13. How long should you stay on keto?

The TCM-informed answer: as a metabolic reset, not as a long-term lifestyle. 8–12 weeks is enough for most metabolic improvements (weight, insulin sensitivity, lipids, ovulation in PCOS). Beyond that, the depleting effects begin to outweigh the benefits for most constitutions.

The exception is medically-supervised keto for refractory epilepsy or specific neurological conditions, where long-term use under specialist care is justified. Even in these cases, regular review and supplementation are essential.

For weight maintenance after a keto phase, transition to a Mediterranean-style diet with quality carbohydrates (whole grains, legumes, sweet potato, fruit) at the level your individual metabolism can handle. A useful Chinese saying applies: "Eat to seven parts full, of what suits your constitution."

14. How to transition off keto

Stopping keto abruptly causes a few days of water retention, bloating and lethargy as glycogen and water rebuild. A staged transition over 4–6 weeks works much better:

  1. Week 1: add 30–50 g of carbs from sweet potato, butternut squash or berries; keep grains and sugar out
  2. Week 2: add small portions of cooked grains (50 g cooked rice or oats per meal)
  3. Week 3: add legumes (lentils, mung beans) in modest amounts
  4. Week 4: add seasonal fruit; resume modest amounts of bread or pasta if desired
  5. Weeks 5–6: stabilise at a maintenance carb intake (typically 100–150 g per day for a non-athletic adult); monitor weight, energy, sleep and digestion

15. Frequently asked questions

Will I gain weight back as soon as I stop keto?

You will gain 1–3 kg of water and glycogen weight within a week of resuming carbs. True fat regain depends entirely on what you eat afterwards. A Mediterranean-style maintenance diet at appropriate calorie level prevents fat regain in most people; reverting to processed foods does not.

Is keto safe long-term?

For most people, no. The evidence base for safety beyond 2 years is limited, and the TCM perspective sees long-term keto as gradually depleting yin and Spleen function. Use it as a reset, not a lifestyle.

Can I do keto while breastfeeding?

It is not recommended. Milk supply commonly drops, and the warming, drying signature is contrary to the cool, moist, blood-and-qi-tonifying postnatal needs.

What's the difference between keto and low-carb?

Keto requires under 50 g (often under 20 g) of carbs per day to maintain ketosis. Low-carb (75–150 g/day) does not maintain ketosis but provides many of the metabolic benefits without the harshness; it is usually a better long-term option for most constitutions.

I'm in PCOS — should I do keto?

Possibly, particularly if you have insulin resistance, weight to lose and a phlegm-damp pattern. A 12-week supervised phase often helps. If you have lean PCOS or hypothalamic amenorrhoea-overlap PCOS, keto may worsen the picture; assessment by an experienced practitioner is worthwhile first.

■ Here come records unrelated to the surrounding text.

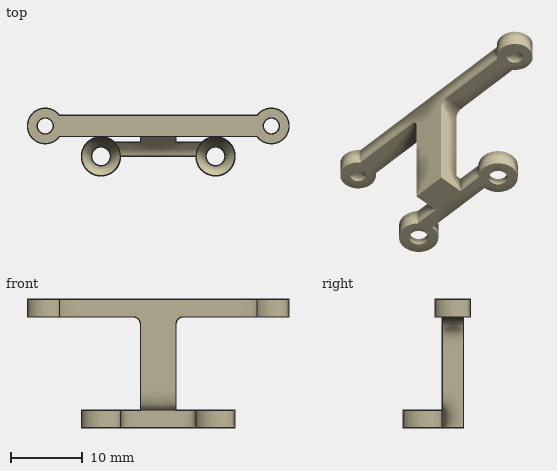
import cadquery as cq

height = 18.0
arm_thickness = 2.5

upper_hole_spacing = 31.6
upper_eyelet_diameter = 5.0
upper_hole_diameter = 2.2
upper_arm_width = 3.0

stem_width = 5.0
stem_fillet = 1.0

lower_hole_spacing = 16.0
lower_eyelet_diameter = 5.5
lower_hole_diameter = 2.6
countersink_diameter = 5.4
countersink_angle = 90.0
lower_arm_width = 2.0
lower_hole_setback = 4.25

stem_front = -upper_arm_width / 2
lower_hole_y = -lower_hole_setback
upper_arm_bottom = height - arm_thickness


def block(length, y_min, y_max, z_min, z_max):
    """Box centred on X, between the given Y and Z limits."""
    box = cq.Workplane("XY").box(length, y_max - y_min, z_max - z_min, centered=(True, False, False))
    return box.translate((0, y_min, z_min))


def end_points(spacing, y):
    """Two points placed symmetrically about the YZ plane."""
    return [(-spacing / 2, y), (spacing / 2, y)]


def disc_pair(diameter, spacing, y, z):
    """Two upright discs of arm thickness, standing on height z."""
    plane = cq.Workplane("XY", origin=(0, 0, z))
    return plane.pushPoints(end_points(spacing, y)).circle(diameter / 2).extrude(arm_thickness)


def make_upper_frame():
    """T shape of upper arm and stem, with filleted inner corners and plain eyelets."""
    arm = block(upper_hole_spacing, stem_front, -stem_front, upper_arm_bottom, height)
    stem = block(stem_width, stem_front, -stem_front, 0, height)
    inner_corners = cq.selectors.BoxSelector(
        (-stem_width, stem_front, upper_arm_bottom - stem_fillet),
        (stem_width, -stem_front, upper_arm_bottom + stem_fillet),
    )
    frame = arm.union(stem).edges("|Y").edges(inner_corners).fillet(stem_fillet)
    eyelets = disc_pair(upper_eyelet_diameter, upper_hole_spacing, 0, upper_arm_bottom)
    holes = disc_pair(upper_hole_diameter, upper_hole_spacing, 0, upper_arm_bottom)
    return frame.union(eyelets).cut(holes)


def make_lower_arm():
    """Arm with eyelets countersunk from above, and the tab joining it to the foot of the stem."""
    arm = block(lower_hole_spacing, lower_hole_y, lower_hole_y + lower_arm_width, 0, arm_thickness)
    tab = block(stem_width, lower_hole_y, stem_front, 0, arm_thickness)
    eyelets = disc_pair(lower_eyelet_diameter, lower_hole_spacing, lower_hole_y, 0)
    body = arm.union(tab).union(eyelets)
    top = body.faces(">Z").workplane(origin=(0, 0, arm_thickness))
    holes = top.pushPoints(end_points(lower_hole_spacing, lower_hole_y))
    return holes.cskHole(lower_hole_diameter, countersink_diameter, countersink_angle)


result = make_upper_frame().union(make_lower_arm())

Why does my hair fall out on keto?

Hair loss on keto is usually telogen effluvium triggered by the metabolic stress of the transition, electrolyte loss and insufficient calorie intake. It typically resolves 3–4 months after stopping. From a TCM perspective it reflects emerging Liver blood and Kidney essence depletion; foods to nourish blood (red meat, eggs, dark leafy greens, black sesame) help.

Can keto cause kidney stones?

Yes, in susceptible individuals. The risk rises with low fluid intake and high oxalate-rich vegetables (spinach, almonds). Adequate water intake, citrate-rich liquids (lemon water) and modest oxalate intake reduce the risk.